[Python-Dev] Re: [Python-checkins]python/dist/src/Objects unicodeobject.c, 2.197, 2.198 (original) (raw)

Tim Peters tim.one at comcast.net
Mon Sep 22 14:25:26 EDT 2003


[Tim]

At the moment, it appears there's no identified reason to care about signedness of a greater-than 16-bit type,

[M.-A. Lemburg]

Sure there is: first of all, having a single type that can be signed on some platforms and unsigned on others is a bad thing per se

We inherit that from C, though -- it's fine by C if wchar_t is signed or unsigned, just as it refused to define the signedness of char.

and second the 32-bit signed wchart value was what triggered this thread in the first place.

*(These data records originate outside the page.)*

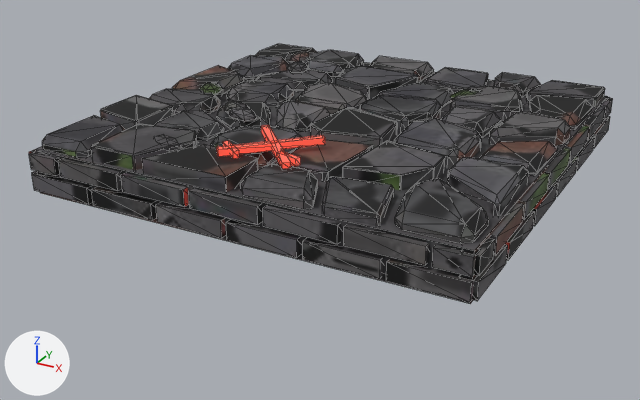
Renders of the glTF model assets/noir/plates/plate_1_war.glb from each side of a commit.
Before and after are seen from a 50 mm lens placed at (1.79, -3.5, 1.52), pointed at (-0.06, -0.14, -0.16). The lights are fixed; the arrows at lower left show +X, +Y and +Z. The picture after the commit comes second. Mesh edges are drawn as thin lines. Vertices at exactly the same position are counted once.

Names of what the first picture shows: 'plate_1_war'.
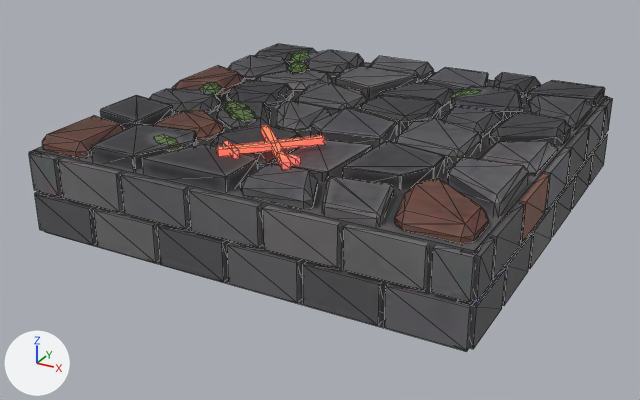
The newer file is also turned or shifted as a whole; pictures and numbers use the older file's frame.

Changed parts and their boxes (x1, y1, x2, y2) in the pictures (640 x 400 px; the box of a moved part takes in the faces that stretch with it):
'plate_1_war', surface changed, reshaped (18% taller): before (29, 44, 613, 304); after (29, 44, 613, 352)
part 1 of me_plate_1_war, moved or reshaped: before (32, 173, 93, 204); after (35, 193, 97, 245)
part 2 of me_plate_1_war, moved or reshaped: before (91, 187, 156, 220); after (94, 208, 160, 263)
part 3 of me_plate_1_war, moved or reshaped: before (156, 203, 225, 238); after (158, 225, 227, 282)
part 4 of me_plate_1_war, moved or reshaped: before (226, 220, 300, 258); after (227, 242, 301, 303)
part 5 of me_plate_1_war, moved or reshaped: before (303, 239, 383, 279); after (303, 262, 382, 325)
part 6 of me_plate_1_war, moved or reshaped: before (386, 259, 477, 302); after (384, 283, 475, 351)
part 7 of me_plate_1_war, moved or reshaped: before (459, 245, 508, 301); after (457, 268, 506, 349)
part 8 of me_plate_1_war, moved or reshaped: before (505, 211, 535, 260); after (502, 233, 532, 306)
part 9 of me_plate_1_war, moved or reshaped: before (532, 182, 558, 226); after (529, 203, 555, 269)
part 10 of me_plate_1_war, moved or reshaped: before (555, 157, 578, 196); after (551, 177, 575, 237)
part 11 of me_plate_1_war, moved or reshaped: before (575, 135, 595, 171); after (571, 154, 593, 209)
part 12 of me_plate_1_war, moved or reshaped: before (593, 116, 610, 148); after (589, 134, 608, 185)
part 13 of me_plate_1_war, moved or reshaped: before (29, 70, 613, 304); after (29, 70, 613, 352)
part 14 of me_plate_1_war, surface changed: before (29, 44, 611, 304); after (29, 44, 611, 352)
part 15 of me_plate_1_war, recoloured: (216, 125, 325, 169) in both

Diff of the bpy script that builds the scene:
```diff
--- a/assets/noir/plates/plate_1_war.glb.py
+++ b/assets/noir/plates/plate_1_war.glb.py
@@ mat_plate_1_war_paint @@
 n0 = _N.new('ShaderNodeBsdfPrincipled'); n0.name = 'Principled BSDF'
 n0.inputs[2].default_value = 0.78  # 'Roughness'
+n0.inputs[28].default_value = 1.6  # 'Emission Strength'
 n1 = _N.new('ShaderNodeOutputMaterial'); n1.name = 'Material Output'
 n2 = _N.new('ShaderNodeTexImage'); n2.name = 'Image Texture'
-n2.image = img_plate_1_war_paint
+n2.image = img_plate_1_war_emit
+n3 = _N.new('ShaderNodeTexImage'); n3.name = 'Image Texture.001'
+n3.image = img_plate_1_war_paint
 _L.new(n0.outputs[0], n1.inputs[0])  # 'BSDF' to 'Surface'
-_L.new(n2.outputs[0], n0.inputs[0])  # 'Color' to 'Base Color'
+_L.new(n2.outputs[0], n0.inputs[27])  # 'Color' to 'Emission Color'
+_L.new(n3.outputs[0], n0.inputs[0])  # 'Color' to 'Base Color'
@@ me_plate_1_war @@
-me_plate_1_war.from_pydata(...)  # 1742 vertices, 3084 faces; spans x -1.0..1.0, y -1.0..1.0, z -0.1..0.19
+me_plate_1_war.from_pydata(...)  # 1742 vertices, 3084 faces; spans x -1.0..1.0, y -1.0..1.0, z -0.29..0.19
+# me_plate_1_war part 1: the loose piece of 8 vertices spanning x -0.99..-0.68, y -1.0..-0.94, z -0.08..-0.01 is scaled about its middle by (1, 1, 2.3), then moved by (0.0, 0.0, -0.14)
+# me_plate_1_war part 2: the loose piece of 8 vertices spanning x -0.65..-0.35, y -1.0..-0.94, z -0.08..-0.01 is scaled about its middle by (1, 1, 2.3), then moved by (0.0, 0.0, -0.14)
+# me_plate_1_war part 3: the loose piece of 8 vertices spanning x -0.32..-0.01, y -1.0..-0.94, z -0.08..-0.01 is scaled about its middle by (1, 1, 2.3), then moved by (0.0, 0.0, -0.14)
+# me_plate_1_war part 4: the loose piece of 8 vertices spanning x 0.01..0.32, y -1.0..-0.94, z -0.08..-0.01 is scaled about its middle by (1, 1, 2.3), then moved by (0.0, 0.0, -0.14)
+# me_plate_1_war part 5: the loose piece of 8 vertices spanning x 0.35..0.65, y -1.0..-0.94, z -0.08..-0.01 is scaled about its middle by (1, 1, 2.3), then moved by (0.0, 0.0, -0.14)
+# me_plate_1_war part 6: the loose piece of 8 vertices spanning x 0.68..0.99, y -1.0..-0.94, z -0.08..-0.01 is scaled about its middle by (1, 1, 2.3), then moved by (0.0, 0.0, -0.14)
+# me_plate_1_war part 7: the loose piece of 8 vertices spanning x 0.94..1.0, y -0.99..-0.68, z -0.08..-0.01 is scaled about its middle by (1, 1, 2.3), then moved by (0.0, 0.0, -0.14)
+# me_plate_1_war part 8: the loose piece of 8 vertices spanning x 0.94..1.0, y -0.65..-0.35, z -0.08..-0.01 is scaled about its middle by (1, 1, 2.3), then moved by (0.0, 0.0, -0.14)
+# me_plate_1_war part 9: the loose piece of 8 vertices spanning x 0.94..1.0, y -0.32..-0.01, z -0.08..-0.01 is scaled about its middle by (1, 1, 2.3), then moved by (0.0, 0.0, -0.14)
+# me_plate_1_war part 10: the loose piece of 8 vertices spanning x 0.94..1.0, y 0.01..0.32, z -0.08..-0.01 is scaled about its middle by (1, 1, 2.3), then moved by (0.0, 0.0, -0.14)
+# me_plate_1_war part 11: the loose piece of 8 vertices spanning x 0.94..1.0, y 0.35..0.65, z -0.08..-0.01 is scaled about its middle by (1, 1, 2.3), then moved by (0.0, 0.0, -0.14)
+# me_plate_1_war part 12: the loose piece of 8 vertices spanning x 0.94..1.0, y 0.68..0.99, z -0.08..-0.01 is scaled about its middle by (1, 1, 2.3), then moved by (0.0, 0.0, -0.14)
+# me_plate_1_war part 13: 134 of 1742 vertices moved; they spanned x -1.0..1.0, y -1.0..1.0, z -0.1..0.14 and now span x -1.0..1.0, y -1.0..1.0, z -0.29..0.14; mean shift (0.0, 0.0, -0.09); largest move (-0.7, 0.36, 0.11) -> (-0.57, 0.54, 0.14)
+# me_plate_1_war part 14: 3014 kept faces spanning x -1.0..1.0, y -1.0..1.0, z -0.29..0.19 get new texture (UV) coordinates
+# me_plate_1_war part 15: 48 faces spanning x -0.18..0.18, y -0.81..-0.46, z 0.16..0.19 switch from mat_glow_war (red #e1503f, glowing red #d14a3a) to mat_plate_1_war_paint
+# other edits to the shape of me_plate_1_war do not show in these pictures
```

What triggered the thread originally was a segfault due to the code making a branch based on the content of uninitialized memory. The code clearly didn't think it was reading up random heap bits, so that was a bug regardless of wchar_t's signedness. That wchar_t happened to be a signed 32-bit type on Jeremy's box is what uncovered the read-uninitialized-memory bug.

If there's no other code vulnerable to bad behavior if wchar_t is a signed 32-bit type (nobody has identified another case), objections to it being signed anyway seem technically groundless. Martin did give a technical reason (efficiency) for wanting to continue to use wchar_t on Jeremy's system.